In our patient, in whom immunosuppressive treatment could not be adjusted due to the high risk of relapse of the underlying disease, ribavirin treatment was proposed based on published studies.

A study by Kamar et al.8 showed that only 32% of infected patients presented symptoms, and 60% evolved to chronic hepatitis. The main predictors of evolution were immunosuppression with tacrolimus and low platelet count at diagnosis.1,8 Viral clearance was observed in 30% of patients when the immunosuppressive dose was reduced.8

There are no established recommendations regarding the most appropriate treatment for chronic hepatitis E.6 Additionally, few patient reports have been published—which moreover have been very heterogeneous—thus preventing definitive conclusions from being drawn.
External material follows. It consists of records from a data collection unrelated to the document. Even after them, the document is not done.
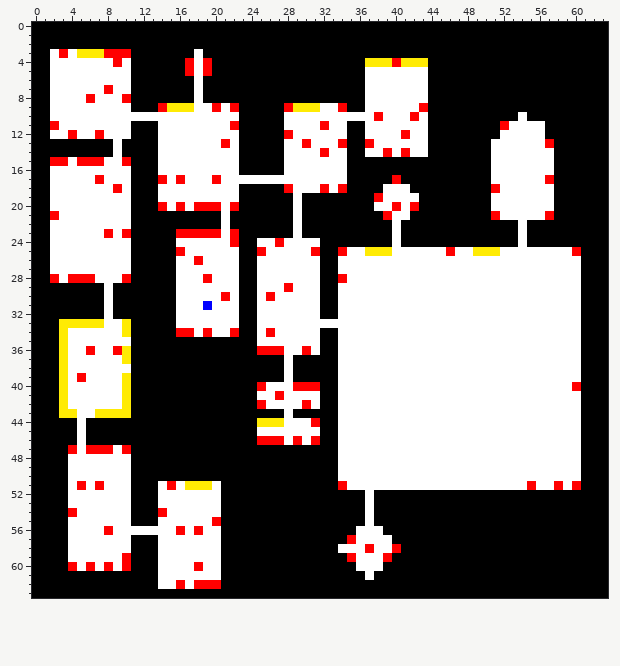
Two versions of one pixel-art sprite, Assets/DecoratedMap.png. This is how it looked before the edit.
The file is 64x64 pixels.
The same view after the edit:
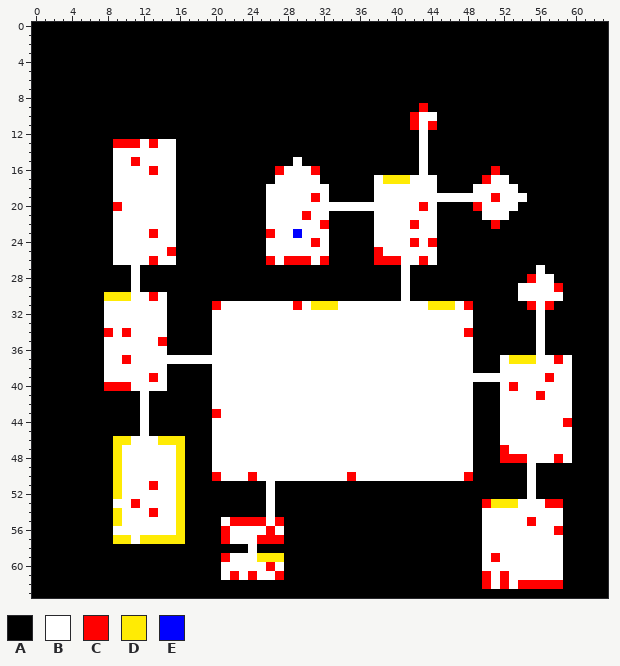
Palette (. is transparent): A #000000  B #ffffff  C #ff0000  D #ffeb04  E #0000ff
Change:
Changed rows in their new state; - is an unchanged pixel.
first column x 2:
 3 AAAAAAAAA-------A------------------------------------------
 4 AAAAAAAAA------AAA-----------------AAAAAAA-----------------
 5 AAAAAAAAA------AAA-----------------AAAAAAA-----------------
 6 AAAAAAAAA-------A------------------AAAAAAA-----------------
 7 AAAAAAAAA-------A------------------AAAAAAA-----------------
 8 AAAAAAAAA-------A------------------AAAAAAA-----------------
 9 AAAAAAAAA---AAAAAAAAA-----AAAAAAA--AAAAAA------------------
10 AAAAAAAAAAAAAAAAAAAAA-----AAAAAAAAAAAAAA--B---------A------
11 AAAAAAAAA---AAAAAAAAA-----AAAAAAA--AAAAAC-C-------AAAAA----
12 AAAAAAAAA---AAAAAAAAA-----AAAAAAA--AAAAAA---------AAAAA----
13 -------CCCBC--AAAAAAA-----AAAAAAA--AAAAAA--------AAAAAAA---
14 --------BBBB--AAAAAAA-----AAAAAAA--AAAAAA--------AAAAAAA---
15 AAAAAAA-BCBB--AAAAAAA-----A-AAAAA--------B-------AAAAAAA---
16 AAAAAAA--BBC--AAAAAAA----C---CAAA--------B-------CAAAAAA---
17 AAAAAAA--BBBB-AAAAAAAAAAA-----AAA---BDDDBBB-----C--AAAAA---
18 AAAAAAAB-BBB--AAAAAAA---BBB---BAA---B---BBB----BBB--AAAA---
19 AAAAAAA--BBB--AAAAAAA---BBB-BCB-----B----BBBBBBBBC---AAA---
20 AAAAAAAC-BBBB-AAAAAAA---BBB-BBBBBBBB--B-BCB----CB---AAAA---
21 AAAAAAA--BBBBB-----A----BBB-CBB-----BB--BBB-----BB-AAAAA---
22 AAAAAAA--BBBBB-----A----BBB-BBC-----BB-BCBB------C--A------
23 AAAAAAA-BBBCBBAAAAAAA---CBBEBBB-----BB-BBBB---------A------
24 AAAAAAA--BBBBBAAAAAAA--A-B---CB-----BB-BCBC---------A------
25 AAAAAAA--BBBBCAAAAAAA--A-----BB-AAAACB-----AAAAAAAAAAAAAAAA
26 AAAAAAA--BBCBBAAAAAAA--AC-CCC-C-AAAACCC--C-AAAAAAAAAAAAAAAA
27 AAAAAAAAAB----AAAAAAA--AAAAAAA--AAAAAAA-AAAAAAAAAAAAAA-AAAA
28 AAAAAAAAAB----AAAAAAA--AAAAAAA--AAAAAAA-AAAAAAAAAAAAAC--AAA
29 ------A--B----AAAAAAA--AAAAAAA--AAAAAAA-AAAAAAAAAAAA----CAA
30 ------DDDBBCB-AAAAAAA--AAAAAAA--AAAAAAA-AAAAAAAAAAAA-----AA
31 -------BBBBBB-AAAAC--BB----C-DDD----------DDD-CAAAAAAC-CAAA
32 -------BBBBBB-AAAA---BB-------BB---------------AAAAAAA-AAAA
33 -AAAAA--BBBBB-AAAA---BB------------------------AAAAAAA-AAAA
34 -AAAAAC-CBBBB-AAAA--BBB-B-----BB--------------CAAAAAAA-AAAA
35 -AAAAA---BBBC-----BBBBB-------BB---------------AAAAAAA-AAAA
36 -AAAAA-BBBBBB-----BBBBBBBB--B-BB---------------AAAAAAA-AAAA
37 -AAAAA--CBBBBBBBBBBBBBBBBB-BBBBB---------------AAA-DDD--C-A
38 -AAAAA---BBBB-----BBBBBBBB-BBBBB---------------AAA--------A
39 -AAAAA--BBBCB-----BBBBBBBB-BBBBB-----------------------C--A
40 -AAAAACCCBBBB-----BBBBBB---BBBBB---------------AAA-C------A
41 -AAAAAAAA-B-------BBBBB--B----BB---------------AAA----C---A
42 -AAAAAAAA-B-------BBBBBB----B-BB---------------AAA--------A
43 -AAAAAAAA-B-------CBBBBBBB-BBBBB---------------AAA--------A
44 ---A------B-------BBBBBBBB---BBB---------------AAA-------CA
45 ---A------B-------BBBBB-------BB---------------AAA--------A
46 ---A---DDBBBDDD---BBBBBBBB-B-BBB---------------AAA--------A
47 --AAAAADBBBBBBD---BBBBBBBBBBBBBB---------------AAAC-------A
48 --AAAAAD-BBBBBD---BBBBBBBBBBBBBB---------------AAACCC---C-A
49 --AAAAAD-BBBBBD---BBBBBBBBBBBBBB---------------AAAAAA-AAAAA
50 --AAAAAD-BBBBBD---CBBBCBBBBBBBBB-C------------CAAAAAA-AAAAA
51 --AAAAAD-BBC-BDAAAA-----B-------AAAAAAAAAAAAAAAAAAAAABAAAAA
52 --AAAAAD-BBB--DAAAA-----B----------A-----------------B-----
53 --AAAAA--CBB--DAAAA-----B----------A------------CDDDBBBCC--
54 --AAAAAD-BBCB-DAAAA-----B----------A------------BBBBBBBBB--
55 --AAAAAD-BBB--DAAAABCCCCBC---------A------------BBBBBCBBB--
56 --AAAAA-------DAAAACBBBBCB--------AAA-----------BBBBBBBBC--
57 --AAAAADDBDDDDDAAAACBBBCCC-------AAAAA----------BBBBBBBBB--
58 --AAAAAAA---AAAAAAA---B---------AAAAAAA---------BBBBBBBBB--
59 --AAAAAAA---AAAAAAACBBBDDD-------AAAAA----------BCBBBBBBB--
60 --AAAAAAA---AAAAAAABBBBBCB--------AAA-----------BBBBBBBBB--
61 ------------AAAAAAABCBCBBC---------A------------CBCBBBBBB--
62 ------------AAAAAAA-----------------------------CBCBCCCCC--
Where, in picture pixels (left, top, right, bottom), the same in both pictures:
changed: (50, 49, 581, 589)
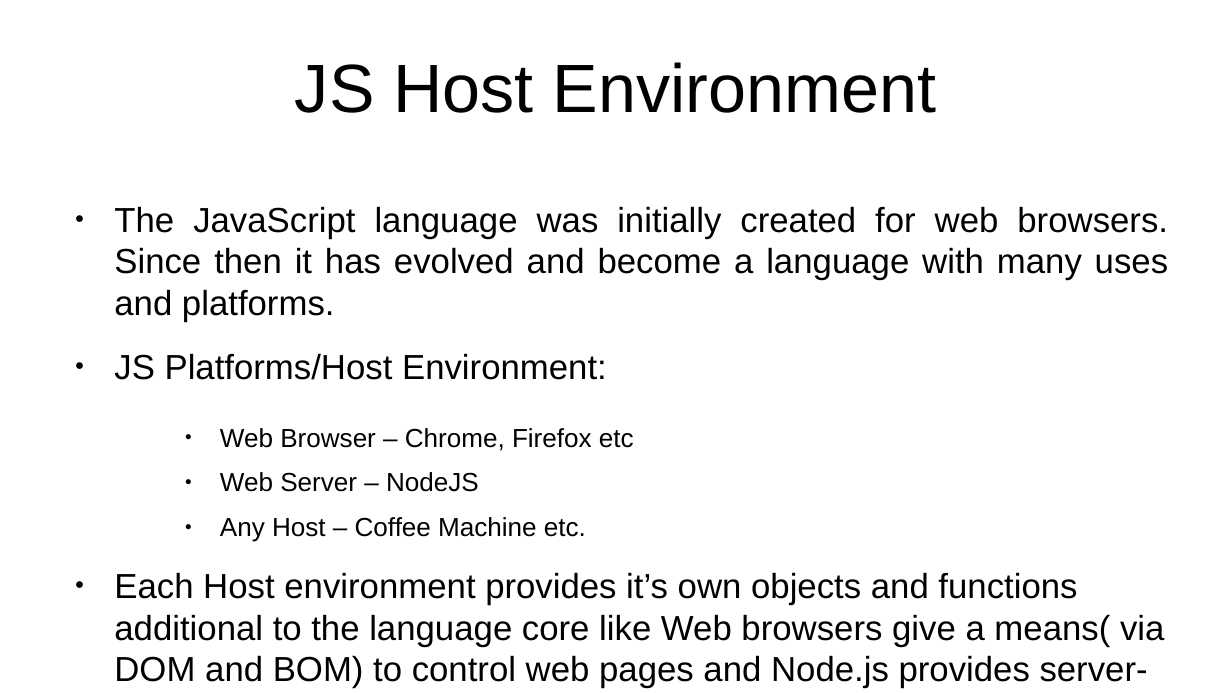
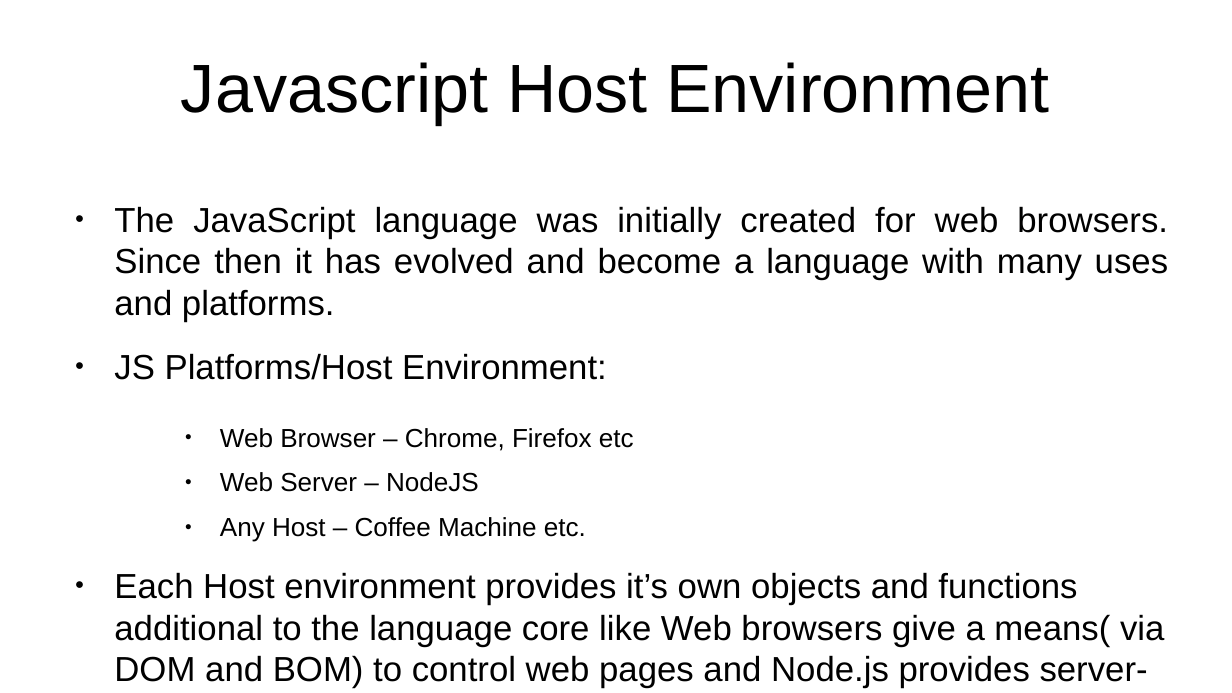
Before and after one commit to rajeshchauhan23102008/documents, a slide deck: slide 7 of src/courses/javascript/Javascript - No Theme.odp. Drawn at 1232x693 pixels with LibreOffice and Linux fonts; fonts in the diff are those of the drawing. Boxes give left, top, right and bottom in pixels: in the first picture for what was removed or moved away, otherwise in the second. Text is boxed around its words. In the diff, an @@ line names an element or a change of style, - is before the commit and + after.

```diff
--- a/src/courses/javascript/Javascript - No Theme.odp
+++ b/src/courses/javascript/Javascript - No Theme.odp
@@ title at (181,62,1049,125): text changed @@
-JS Host Environment
+Javascript Host Environment
```
Also in this commit, not shown: 8 other slides changed, 3 slides added.

Progression to chronic hepatitis is more common the higher the dose of immunosuppressive treatment.6 For this reason, dose reduction of immunosuppressive therapy is recommended as a first therapeutic step, when possible.8,9

The most widely recommended treatment options are pegylated interferon alpha-2a or 2b (Peg-IFN) and ribavirin as mono- or combination therapy,9,10 although neither the optimal dose nor the duration have been clarified. No statistically significant differences are observed when both treatments are compared. Peg-IFN alpha increases the risk of rejection in kidney and heart transplant patients, and should be used with caution in these cases.1 Several studies support the use of ribavirin in chronic hepatitis in solid organ recipients4 and haematologic malignancies, but relapses have been described following discontinuation of treatment.4,9

Mallet et al.10 and Kamar et al.4 presented a series of solid-organ transplant recipients with chronic HEV infection. Patients were treated with ribavirin as monotherapy (12mg/kg/day or 600mg/day for a mean of 3 months) without reducing the immunosuppressive dose. Viral clearance was observed in 95% of the patients and a sustained virologic response in 78%.4 Although the data are limited, these studies show that ribavirin as monotherapy may be useful in chronic HEV infection as a first therapeutic option in patients who are not candidates for immunosuppressive dose reduction. Three months appears to be the appropriate time for maintaining treatment and assessing the virologic responses. In our patient, this therapeutic approach achieved a good outcome. The presence of HEV should be evaluated in patients with chronic liver disease of unknown aetiology, especially in immunosuppressed subjects, although further studies are required before this can be recommended systematically.